На Памире | страница 48
В семь утра я был уже в Хороге. Опустил в почтовый ящик письма и пошел к Пянджу по обсаженной тополями улице. Люблю я этот городок. В те времена в нем было всего восемь тысяч жителей. Сейчас — вдвое больше. Весь город нанизан на четырехкилометровую улицу, тянущуюся вдоль берега Гунта. С севера к городу ниспадают отвесы скал пика Пионеров. Так хорожане назвали вершину, что над городом в Рушанском хребте. Между скалами и рекой втиснулся узкой лентой Хорог-городок. Вширь ему раздаться некуда. Раннее солнце высвечивает центральную улицу. Дежурные дворники выплескивают на асфальт воду из арыков, прибивают пыль. Мокрая пыль пахнет свежо и приятно. В Хороге почти все друг с другом знакомы. И у меня здесь много друзей. Но сейчас рано, и я покидаю Хорог, не встретив ни одного знакомого.
По холодку шагается легко. Солнце из-за Рушанского хребта еще не вышло, и Пяндж был в тени. Через полчаса начались задержки, не предусмотренные планом похода. Водитель почти каждой попутной машины, завидев на дороге путника с рюкзаком, притормаживал, поднимая тучи пыли, и любезно предлагал подвезти. На Памире это в обычае. Чтобы не объяснять каждому, что я в принципе чудак и предпочитаю идти пешком, я отговаривался тем, что сейчас, ну буквально сию минуту, должен сворачивать в горы. За первый же час пути возле меня остановились три машины, к полудню я сбился со счета и весь был покрыт пылью, поднятой тормозящими машинами. Дело принимало нешуточный оборот. Пришлось пойти на хитрость. Завидев идущую сзади машину, я поворачивался к дороге спиной и начинал что-нибудь делать: или делал вид, что выкапываю растение, или вынимал лупу и внимательно в нее что-нибудь рассматривал, в крайнем случае просто пристально смотрел в сторону от дороги. Помогло. Водители, полагая, что человек работает, не останавливались и лишь изредка сигналили в порядке приветствия. Этой хитрой тактики я придерживался в течение всего пути, к концу которого в симуляции деятельности достиг вершин истинного мастерства.

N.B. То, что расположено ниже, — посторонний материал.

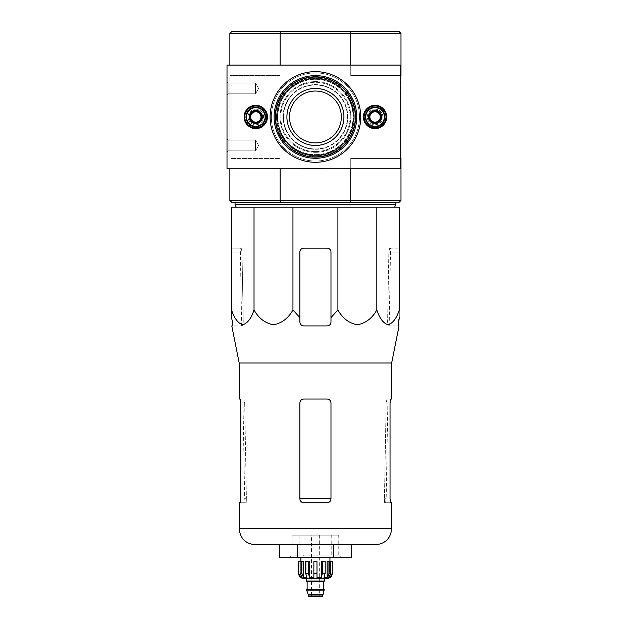 <?xml version="1.0" encoding="UTF-8"?>
<svg xmlns="http://www.w3.org/2000/svg" width="628" height="628" viewBox="0 0 628 628"><rect width="100%" height="100%" fill="white"/><g stroke="black" fill="none" stroke-linecap="round" stroke-linejoin="round"><path stroke-width="0.47" stroke-dasharray="3.14 2.35" d="M337.903 207.185L399.298 207.185L399.298 309.965C396.582 318.317 392.845 323.247 388.08 324.755C383.3 323.279 379.548 318.349 376.824 309.965C372.121 318.317 365.645 323.247 357.395 324.755C349.113 323.279 342.621 318.349 337.903 309.965L337.903 207.185L231.551 207.185L231.551 309.965C234.275 318.349 238.028 323.279 242.808 324.755C247.573 323.247 251.31 318.317 254.026 309.965L254.026 207.185M236.222 207.185L394.635 207.185L236.222 207.185M286.91 116.957A28.519 28.519 0 0 1 329.684 92.261A28.519 28.519 0 0 1 329.684 141.653A28.519 28.519 0 0 1 286.91 116.957A28.519 28.519 0 0 0 315.429 145.476A28.519 28.519 0 0 0 343.948 116.957A28.519 28.519 0 0 0 315.429 88.438A28.519 28.519 0 0 0 286.91 116.957M287.067 116.957A28.362 28.362 0 0 1 329.606 92.395A28.362 28.362 0 0 1 329.606 141.52A28.362 28.362 0 0 1 287.067 116.957M400.986 33.472L398.913 31.4L350.322 31.4L350.738 33.472L400.986 33.472L400.986 75.478L398.913 75.478L400.727 75.478M350.738 65.108L350.738 75.478L398.913 75.478L398.913 158.437L400.727 158.437M400.986 75.478L400.986 158.437L350.738 158.437L398.913 158.437L398.913 75.478L350.738 75.478L400.986 75.478L350.738 75.478L350.738 33.472L280.112 33.472L280.112 75.478L229.872 75.478L229.872 158.437L280.112 158.437L229.872 158.437L229.872 75.478L231.944 75.478L231.944 158.437L231.944 75.478L280.112 75.478L229.872 75.478L280.112 75.478L280.112 65.108M395.797 31.4L235.053 31.4L395.797 31.4L395.797 31.918L235.053 31.918L395.797 31.918M350.322 31.4L231.944 31.4L229.872 33.472L229.872 65.108M315.429 156.623A39.666 39.666 0 0 0 349.78 97.12A39.666 39.666 0 0 0 281.069 97.12A39.666 39.666 0 0 0 315.429 156.623M245.815 116.957A9.985 9.985 0 0 1 260.785 108.314A9.985 9.985 0 0 1 260.785 125.6A9.985 9.985 0 0 1 245.815 116.957A9.985 9.985 0 0 1 260.785 108.314A9.985 9.985 0 0 1 260.785 125.6A9.985 9.985 0 0 1 245.815 116.957M365.072 116.957A9.985 9.985 0 0 1 380.05 108.314A9.985 9.985 0 0 1 380.05 125.6A9.985 9.985 0 0 1 365.072 116.957A9.985 9.985 0 0 1 380.05 108.314A9.985 9.985 0 0 1 380.05 125.6A9.985 9.985 0 0 1 365.072 116.957M280.112 168.814L280.112 200.442L229.872 200.442L229.872 168.814M350.738 168.814L350.738 158.437L400.986 158.437L350.738 158.437L350.738 200.442L280.112 200.442L280.528 202.514L231.944 202.514L229.872 200.442M400.986 200.442L350.738 200.442L350.322 202.514L398.913 202.514L400.986 200.442L400.986 158.437M275.755 116.957A39.666 39.666 0 0 1 335.258 82.606A39.666 39.666 0 0 1 335.258 151.309A39.666 39.666 0 0 1 275.755 116.957M350.322 202.514L280.528 202.514M395.797 202.514L235.053 202.514L395.797 202.514M229.872 33.472L280.112 33.472L280.528 31.4M365.857 116.957A9.2 9.2 0 0 1 379.657 108.989A9.2 9.2 0 0 1 379.657 124.925A9.2 9.2 0 0 1 365.857 116.957M246.592 116.957A9.2 9.2 0 0 1 260.4 108.989A9.2 9.2 0 0 1 260.4 124.925A9.2 9.2 0 0 1 246.592 116.957M276.54 116.957A38.889 38.889 0 0 1 334.873 83.281A38.889 38.889 0 0 1 334.873 150.634A38.889 38.889 0 0 1 276.54 116.957A38.889 38.889 0 0 1 334.873 83.281A38.889 38.889 0 0 1 334.873 150.634A38.889 38.889 0 0 1 276.54 116.957M315.429 155.846A38.889 38.889 0 0 0 349.105 97.513A38.889 38.889 0 0 0 281.744 97.513A38.889 38.889 0 0 0 315.429 155.846A38.889 38.889 0 0 0 349.105 97.513A38.889 38.889 0 0 0 281.744 97.513A38.889 38.889 0 0 0 315.429 155.846M235.053 204.587L395.797 204.587M232.454 322.038L243.248 322.038L232.454 322.038L232.603 325.924L242.589 325.924L241.654 325.924L242.589 325.924L243.248 322.038L242 252.032L241.215 248.146L231.551 248.146L231.551 252.032L231.551 248.146L241.215 248.146L242 252.032L243.248 322.038L242.589 325.924L231.787 325.924M299.87 317.603L299.87 252.032A3.886 3.886 0 0 1 303.756 248.146C301.409 248.366 300.113 249.661 299.87 252.032L299.87 317.603L292.954 309.965C288.252 318.317 281.768 323.247 273.518 324.755C265.244 323.279 258.744 318.349 254.026 309.965M292.954 309.965L292.954 207.185M376.824 309.965L376.824 207.185M399.298 252.032L399.298 317.603L399.298 248.146L399.298 252.032L388.858 252.032L389.643 248.146L388.858 252.032L387.602 322.038L388.269 325.924L389.195 325.924L388.269 325.924L387.602 322.038L388.858 252.032L399.298 252.032M330.98 252.032L330.98 317.603L330.98 252.032C330.744 249.661 329.441 248.366 327.094 248.146A3.886 3.886 0 0 1 330.98 252.032L330.98 322.038C330.76 324.386 329.457 325.689 327.094 325.924L303.756 325.924C301.393 325.689 300.098 324.393 299.87 322.038C300.113 324.409 301.409 325.704 303.756 325.924C301.409 325.704 300.113 324.409 299.87 322.038L299.87 252.032C300.113 249.661 301.409 248.366 303.756 248.146L327.094 248.146C329.441 248.366 330.736 249.661 330.98 252.032M351.35 557.711L297.46 557.711L297.46 544.743L333.389 544.743L279.499 544.743L351.35 544.743M299.87 402.925L299.87 498.86L299.87 402.925C300.113 400.554 301.409 399.259 303.756 399.039C301.409 399.259 300.113 400.554 299.87 402.925L299.87 498.86C300.106 501.223 301.401 502.518 303.756 502.745C301.409 502.518 300.113 501.223 299.87 498.86C300.113 501.23 301.409 502.526 303.756 502.745L327.094 502.745C329.449 502.518 330.744 501.223 330.98 498.86C330.744 501.223 329.449 502.518 327.094 502.745C329.441 502.526 330.744 501.23 330.98 498.86L330.98 402.925C330.744 400.554 329.441 399.259 327.094 399.039C329.441 399.259 330.736 400.554 330.98 402.925L330.98 498.86L330.98 402.925C330.736 400.554 329.441 399.259 327.094 399.039L303.756 399.039C301.409 399.259 300.113 400.554 299.87 402.925M240.1 502.745L246.207 502.745L246.396 498.279L246.207 502.745L239.205 502.745M239.205 399.039L243.876 399.039L240.1 399.039L240.807 402.925L244.692 402.925L246.396 498.279L244.692 402.925L243.876 399.039L244.692 402.925L240.807 402.925L240.807 498.86L246.411 498.86L240.807 498.86M384.454 498.279L386.157 402.925L384.438 498.86L384.454 498.279L386.189 498.279L384.454 498.279M386.974 399.039L386.157 402.925L386.974 399.039L390.749 399.039L386.974 399.039M384.642 502.745L384.438 498.86L384.642 502.745L390.749 502.745L384.642 502.745M391.652 502.745L390.749 502.745L390.043 498.86L384.438 498.86L390.043 498.86L390.043 402.925L390.749 399.039L391.652 399.039M399.063 325.924L388.269 325.924L398.246 325.924L398.395 322.038L387.602 322.038L398.395 322.038M239.205 363L391.652 363M389.643 248.146L399.298 248.146L389.643 248.146M327.094 325.924C329.441 325.704 330.736 324.409 330.98 322.038C330.736 324.409 329.441 325.704 327.094 325.924M303.756 248.146L327.094 248.146L303.756 248.146M297.46 557.711L279.499 557.711M333.389 557.711L333.389 544.743M292.091 535.15L338.759 535.15L292.091 535.15L292.091 555.121L338.759 555.121L292.091 555.121L289.5 557.711L341.349 557.711L289.5 557.711M355.581 116.957A40.161 40.161 0 0 1 295.348 151.733A40.161 40.161 0 0 1 295.348 82.182A40.161 40.161 0 0 1 355.581 116.957M359.499 116.957A44.078 44.078 0 0 1 293.386 155.132A44.078 44.078 0 0 1 293.386 78.79A44.078 44.078 0 0 1 359.499 116.957A44.078 44.078 0 0 1 293.386 155.132A44.078 44.078 0 0 1 293.386 78.79A44.078 44.078 0 0 1 359.499 116.957A44.078 44.078 0 0 1 293.386 155.132A44.078 44.078 0 0 1 293.386 78.79A44.078 44.078 0 0 1 359.499 116.957A44.078 44.078 0 0 1 293.386 155.132A44.078 44.078 0 0 1 293.386 78.79A44.078 44.078 0 0 1 359.499 116.957A44.078 44.078 0 0 1 293.386 155.132A44.078 44.078 0 0 1 293.386 78.79A44.078 44.078 0 0 1 359.499 116.957M227.014 138.992L227.014 151.96L227.014 138.992L227.014 151.96L227.014 138.992L228.137 140.115L228.137 150.838L228.137 140.115L255.533 140.115L255.533 150.838L255.533 140.115L255.533 150.838L255.533 140.115L228.137 140.115L228.137 150.838L228.137 140.115L227.014 138.992M227.014 81.954L227.014 94.922L227.014 81.954L227.014 94.922L227.014 81.954L228.137 83.077L228.137 93.8L228.137 83.077L255.533 83.077L255.533 93.8L255.533 83.077L255.533 93.8L255.533 83.077L228.137 83.077L228.137 93.8L228.137 83.077L227.014 81.954M227.014 65.108L227.014 168.814L400.727 168.814L400.727 65.108L227.014 65.108L227.014 168.814L400.727 168.814L400.727 65.108L227.014 65.108L227.014 168.814L400.727 168.814L400.727 65.108L227.014 65.108M309.981 168.814L325.1 168.814L302.641 168.814L325.1 168.814L302.641 168.296L302.641 168.814L302.641 168.296L313.867 168.296L313.867 168.814L313.867 168.296L325.1 168.296L325.1 168.814L325.1 168.296L317.76 168.296L317.76 168.814L317.76 168.296L309.981 168.296L309.981 168.814L309.981 168.296L302.641 168.296L325.1 168.296L317.76 168.296L317.76 168.814L317.76 168.296L309.981 168.296L309.981 168.814M360.747 116.957A45.326 45.326 0 0 1 292.766 156.207A45.326 45.326 0 0 1 292.766 77.707A45.326 45.326 0 0 1 360.747 116.957M363.392 116.957A11.665 11.665 0 0 0 380.89 127.06A11.665 11.665 0 0 0 380.89 106.854A11.665 11.665 0 0 0 363.392 116.957A11.665 11.665 0 0 0 380.89 127.06A11.665 11.665 0 0 0 380.89 106.854A11.665 11.665 0 0 0 363.392 116.957A11.665 11.665 0 0 0 380.89 127.06A11.665 11.665 0 0 0 380.89 106.854A11.665 11.665 0 0 0 363.392 116.957M244.127 116.957A11.665 11.665 0 0 0 261.625 127.06A11.665 11.665 0 0 0 261.625 106.854A11.665 11.665 0 0 0 244.127 116.957A11.665 11.665 0 0 0 261.625 127.06A11.665 11.665 0 0 0 261.625 106.854A11.665 11.665 0 0 0 244.127 116.957A11.665 11.665 0 0 0 261.625 127.06A11.665 11.665 0 0 0 261.625 106.854A11.665 11.665 0 0 0 244.127 116.957M343.948 116.957A28.519 28.519 0 0 1 301.165 141.653A28.519 28.519 0 0 1 301.165 92.261A28.519 28.519 0 0 1 343.948 116.957A28.519 28.519 0 0 1 301.165 141.653A28.519 28.519 0 0 1 301.165 92.261A28.519 28.519 0 0 1 343.948 116.957A28.519 28.519 0 0 1 301.165 141.653A28.519 28.519 0 0 1 301.165 92.261A28.519 28.519 0 0 1 343.948 116.957M368.189 116.957A6.869 6.869 0 0 0 378.496 122.907A6.869 6.869 0 0 0 378.496 111.007A6.869 6.869 0 0 0 368.189 116.957A6.869 6.869 0 0 0 378.496 122.907A6.869 6.869 0 0 0 378.496 111.007A6.869 6.869 0 0 0 368.189 116.957A6.869 6.869 0 0 0 378.496 122.907A6.869 6.869 0 0 0 378.496 111.007A6.869 6.869 0 0 0 368.189 116.957A6.869 6.869 0 0 0 378.496 122.907A6.869 6.869 0 0 0 378.496 111.007A6.869 6.869 0 0 0 368.189 116.957M248.924 116.957A6.869 6.869 0 0 0 259.231 122.907A6.869 6.869 0 0 0 259.231 111.007A6.869 6.869 0 0 0 248.924 116.957A6.869 6.869 0 0 0 259.231 122.907A6.869 6.869 0 0 0 259.231 111.007A6.869 6.869 0 0 0 248.924 116.957A6.869 6.869 0 0 0 259.231 122.907A6.869 6.869 0 0 0 259.231 111.007A6.869 6.869 0 0 0 248.924 116.957A6.869 6.869 0 0 0 259.231 122.907A6.869 6.869 0 0 0 259.231 111.007A6.869 6.869 0 0 0 248.924 116.957M258.626 88.438L255.533 93.8L258.626 88.438L255.533 83.077L258.626 88.438M258.626 145.476L255.533 150.838L258.626 145.476L255.533 140.115L258.626 145.476M356.751 116.957A41.322 41.322 0 0 1 294.767 152.745A41.322 41.322 0 0 1 294.767 81.169A41.322 41.322 0 0 1 356.751 116.957M260.981 113.966L255.792 110.968L250.611 113.966L250.611 119.948L255.792 122.947L260.981 119.948L260.981 113.966A5.99 5.99 0 0 0 250.611 113.966A5.99 5.99 0 0 0 255.792 122.947A5.99 5.99 0 0 0 260.981 113.966L260.981 119.948L255.792 122.947L250.611 119.948L250.611 113.966L253.202 112.467A5.189 5.189 0 0 0 253.202 121.447A5.189 5.189 0 0 0 260.981 116.957A5.189 5.189 0 0 0 258.391 112.467L260.981 113.966M255.792 126.683A9.726 9.726 0 0 0 264.215 112.098A9.726 9.726 0 0 0 247.377 112.098A9.726 9.726 0 0 0 255.792 126.683M255.792 127.979A11.021 11.021 0 0 0 265.338 111.446A11.021 11.021 0 0 0 246.255 111.446A11.021 11.021 0 0 0 255.792 127.979A11.021 11.021 0 0 0 265.338 111.446A11.021 11.021 0 0 0 246.255 111.446A11.021 11.021 0 0 0 255.792 127.979M255.792 127.649A10.692 10.692 0 0 0 265.055 111.611A10.692 10.692 0 0 0 246.529 111.611A10.692 10.692 0 0 0 255.792 127.649M255.792 123.567A6.61 6.61 0 0 0 261.523 113.652A6.61 6.61 0 0 0 250.07 113.652A6.61 6.61 0 0 0 255.792 123.567M255.792 123.441A6.484 6.484 0 0 0 261.405 113.715A6.484 6.484 0 0 0 250.179 113.715A6.484 6.484 0 0 0 255.792 123.441A6.484 6.484 0 0 0 261.405 113.715A6.484 6.484 0 0 0 250.179 113.715A6.484 6.484 0 0 0 255.792 123.441M255.792 122.17A5.212 5.212 0 0 0 260.306 114.351A5.212 5.212 0 0 0 251.286 114.351A5.212 5.212 0 0 0 255.792 122.17M258.391 112.467A5.189 5.189 0 0 0 253.202 112.467L255.792 110.968L258.391 112.467M380.246 113.966L375.057 110.968L369.868 113.966L369.868 119.948L375.057 122.947L380.246 119.948L380.246 113.966A5.99 5.99 0 0 0 369.868 113.966A5.99 5.99 0 0 0 375.057 122.947A5.99 5.99 0 0 0 380.246 113.966L380.246 119.948L375.057 122.947L369.868 119.948L369.868 113.966L372.467 112.467A5.189 5.189 0 0 0 372.467 121.447A5.189 5.189 0 0 0 380.246 116.957A5.189 5.189 0 0 0 377.648 112.467L380.246 113.966M375.057 126.683A9.726 9.726 0 0 0 383.48 112.098A9.726 9.726 0 0 0 366.634 112.098A9.726 9.726 0 0 0 375.057 126.683M375.057 127.979A11.021 11.021 0 0 0 384.603 111.446A11.021 11.021 0 0 0 365.512 111.446A11.021 11.021 0 0 0 375.057 127.979A11.021 11.021 0 0 0 384.603 111.446A11.021 11.021 0 0 0 365.512 111.446A11.021 11.021 0 0 0 375.057 127.979M375.057 127.649A10.692 10.692 0 0 0 384.32 111.611A10.692 10.692 0 0 0 365.794 111.611A10.692 10.692 0 0 0 375.057 127.649M375.057 123.567A6.61 6.61 0 0 0 380.78 113.652A6.61 6.61 0 0 0 369.335 113.652A6.61 6.61 0 0 0 375.057 123.567M375.057 123.441A6.484 6.484 0 0 0 380.67 113.715A6.484 6.484 0 0 0 369.445 113.715A6.484 6.484 0 0 0 375.057 123.441A6.484 6.484 0 0 0 380.67 113.715A6.484 6.484 0 0 0 369.445 113.715A6.484 6.484 0 0 0 375.057 123.441M375.057 122.17A5.212 5.212 0 0 0 379.571 114.351A5.212 5.212 0 0 0 370.544 114.351A5.212 5.212 0 0 0 375.057 122.17M377.648 112.467A5.189 5.189 0 0 0 372.467 112.467L375.057 110.968L377.648 112.467M367.278 116.957A7.779 7.779 0 0 1 378.943 110.222A7.779 7.779 0 0 1 378.943 123.692A7.779 7.779 0 0 1 367.278 116.957A7.779 7.779 0 0 1 378.943 110.222A7.779 7.779 0 0 1 378.943 123.692A7.779 7.779 0 0 1 367.278 116.957M368.573 116.957A6.484 6.484 0 0 1 378.299 111.344A6.484 6.484 0 0 1 378.299 122.57A6.484 6.484 0 0 1 368.573 116.957A6.484 6.484 0 0 1 378.299 111.344A6.484 6.484 0 0 1 378.299 122.57A6.484 6.484 0 0 1 368.573 116.957M365.983 116.957A9.075 9.075 0 0 1 379.595 109.099A9.075 9.075 0 0 1 379.595 124.815A9.075 9.075 0 0 1 365.983 116.957A9.075 9.075 0 0 1 379.595 109.099A9.075 9.075 0 0 1 379.595 124.815A9.075 9.075 0 0 1 365.983 116.957A9.075 9.075 0 0 1 379.595 109.099A9.075 9.075 0 0 1 379.595 124.815A9.075 9.075 0 0 1 365.983 116.957A9.075 9.075 0 0 1 379.595 109.099A9.075 9.075 0 0 1 379.595 124.815A9.075 9.075 0 0 1 365.983 116.957M365.59 116.957A9.467 9.467 0 0 1 379.791 108.762A9.467 9.467 0 0 1 379.791 125.153A9.467 9.467 0 0 1 365.59 116.957A9.467 9.467 0 0 1 379.791 108.762A9.467 9.467 0 0 1 379.791 125.153A9.467 9.467 0 0 1 365.59 116.957M369.696 116.957A5.362 5.362 0 0 1 377.734 112.318A5.362 5.362 0 0 1 377.734 121.597A5.362 5.362 0 0 1 369.696 116.957A5.362 5.362 0 0 1 375.057 111.596A5.362 5.362 0 0 1 380.419 116.957A5.362 5.362 0 0 1 375.057 122.319A5.362 5.362 0 0 1 369.696 116.957A5.362 5.362 0 0 1 377.734 112.318A5.362 5.362 0 0 1 377.734 121.597A5.362 5.362 0 0 1 369.696 116.957A5.362 5.362 0 0 1 377.734 112.318A5.362 5.362 0 0 1 377.734 121.597A5.362 5.362 0 0 1 369.696 116.957M248.013 116.957A7.779 7.779 0 0 1 259.686 110.222A7.779 7.779 0 0 1 259.686 123.692A7.779 7.779 0 0 1 248.013 116.957A7.779 7.779 0 0 1 259.686 110.222A7.779 7.779 0 0 1 259.686 123.692A7.779 7.779 0 0 1 248.013 116.957M249.316 116.957A6.484 6.484 0 0 1 259.034 111.344A6.484 6.484 0 0 1 259.034 122.57A6.484 6.484 0 0 1 249.316 116.957A6.484 6.484 0 0 1 259.034 111.344A6.484 6.484 0 0 1 259.034 122.57A6.484 6.484 0 0 1 249.316 116.957M246.718 116.957A9.075 9.075 0 0 1 260.33 109.099A9.075 9.075 0 0 1 260.33 124.815A9.075 9.075 0 0 1 246.718 116.957A9.075 9.075 0 0 1 260.33 109.099A9.075 9.075 0 0 1 260.33 124.815A9.075 9.075 0 0 1 246.718 116.957A9.075 9.075 0 0 1 260.33 109.099A9.075 9.075 0 0 1 260.33 124.815A9.075 9.075 0 0 1 246.718 116.957A9.075 9.075 0 0 1 260.33 109.099A9.075 9.075 0 0 1 260.33 124.815A9.075 9.075 0 0 1 246.718 116.957M246.333 116.957A9.467 9.467 0 0 1 260.526 108.762A9.467 9.467 0 0 1 260.526 125.153A9.467 9.467 0 0 1 246.333 116.957A9.467 9.467 0 0 1 260.526 108.762A9.467 9.467 0 0 1 260.526 125.153A9.467 9.467 0 0 1 246.333 116.957M250.439 116.957A5.362 5.362 0 0 1 258.477 112.318A5.362 5.362 0 0 1 258.477 121.597A5.362 5.362 0 0 1 250.439 116.957A5.362 5.362 0 0 1 255.792 111.596A5.362 5.362 0 0 1 261.154 116.957A5.362 5.362 0 0 1 255.792 122.319A5.362 5.362 0 0 1 250.439 116.957A5.362 5.362 0 0 1 258.477 112.318A5.362 5.362 0 0 1 258.477 121.597A5.362 5.362 0 0 1 250.439 116.957A5.362 5.362 0 0 1 258.477 112.318A5.362 5.362 0 0 1 258.477 121.597A5.362 5.362 0 0 1 250.439 116.957M255.792 105.936A11.021 11.021 0 0 1 265.338 122.468A11.021 11.021 0 0 1 246.255 122.468A11.021 11.021 0 0 1 255.792 105.936M255.792 106.265A10.692 10.692 0 0 1 265.055 122.303A10.692 10.692 0 0 1 246.529 122.303A10.692 10.692 0 0 1 255.792 106.265M255.792 110.347A6.61 6.61 0 0 1 261.523 120.262A6.61 6.61 0 0 1 250.07 120.262A6.61 6.61 0 0 1 255.792 110.347M255.792 110.473A6.484 6.484 0 0 1 261.405 120.199A6.484 6.484 0 0 1 250.179 120.199A6.484 6.484 0 0 1 255.792 110.473A6.484 6.484 0 0 1 261.405 120.199A6.484 6.484 0 0 1 250.179 120.199A6.484 6.484 0 0 1 255.792 110.473M255.792 111.745A5.212 5.212 0 0 1 260.306 119.563A5.212 5.212 0 0 1 251.286 119.563A5.212 5.212 0 0 1 255.792 111.745M375.057 105.936A11.021 11.021 0 0 1 384.603 122.468A11.021 11.021 0 0 1 365.512 122.468A11.021 11.021 0 0 1 375.057 105.936M375.057 106.265A10.692 10.692 0 0 1 384.32 122.303A10.692 10.692 0 0 1 365.794 122.303A10.692 10.692 0 0 1 375.057 106.265M375.057 110.347A6.61 6.61 0 0 1 380.78 120.262A6.61 6.61 0 0 1 369.335 120.262A6.61 6.61 0 0 1 375.057 110.347M375.057 110.473A6.484 6.484 0 0 1 380.67 120.199A6.484 6.484 0 0 1 369.445 120.199A6.484 6.484 0 0 1 375.057 110.473A6.484 6.484 0 0 1 380.67 120.199A6.484 6.484 0 0 1 369.445 120.199A6.484 6.484 0 0 1 375.057 110.473M375.057 111.745A5.212 5.212 0 0 1 379.571 119.563A5.212 5.212 0 0 1 370.544 119.563A5.212 5.212 0 0 1 375.057 111.745M324.629 578.451L306.221 578.451L324.629 578.451M303.756 578.451L327.094 578.451M322.038 596.6L308.811 596.6M311.535 596.6L319.314 596.6L311.535 596.6L311.535 535.15L319.314 535.15L311.535 535.15M322.682 594.394L308.167 594.394M324.244 590.116L306.613 590.116M324.244 589.598L306.613 589.598M323.985 589.598L306.872 589.598L323.985 589.598M324.37 581.041L306.48 581.041L324.37 581.041M324.629 581.041L306.221 581.041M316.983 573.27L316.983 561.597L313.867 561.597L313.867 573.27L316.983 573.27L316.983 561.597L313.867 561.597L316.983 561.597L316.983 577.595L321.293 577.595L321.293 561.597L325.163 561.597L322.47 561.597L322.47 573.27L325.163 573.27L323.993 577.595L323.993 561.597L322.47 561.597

Я уже почти добрался до кишлака Поршнев, в котором собирался повидать друзей, как ноги стали вязнуть в песке. Шагать стало труднее. На песке почти ничего не росло, кроме нескольких экземпляров колючего мордовника и распростертого прутняка. Пойма, террасы и часть склонов были перекрыты сыпучими песками. Это Пяндж доставлял их сюда. Каждое лето уровень воды резко поднимается, и, чем жарче погода, тем выше. Такой режим типичен для рек Памира, питающихся талой водой ледников. Летом пянджская вода бурная и несет массу взвесей. Если зачерпнуть ее кружкой, то через минуту на дне осядет щепотка песка и ила. Песок откладывается на залитой пойме, а когда жара спадет и вода уходит в русло, пески подхватываются ветром и разносятся по долине. Тысячелетиями Пяндж, как лента транспортера, поставляет сюда песок. И ил тоже. Но высохший ил уносится ветром далеко, а песок переоткладывается тут же, возле русла. Он скапливается в виде дюн, бугров и гряд. Растительность не успевает с ним справляться: только начнется укоренение первых растений, как через год приносится новая порция песка, засыпающая отважных переселенцев.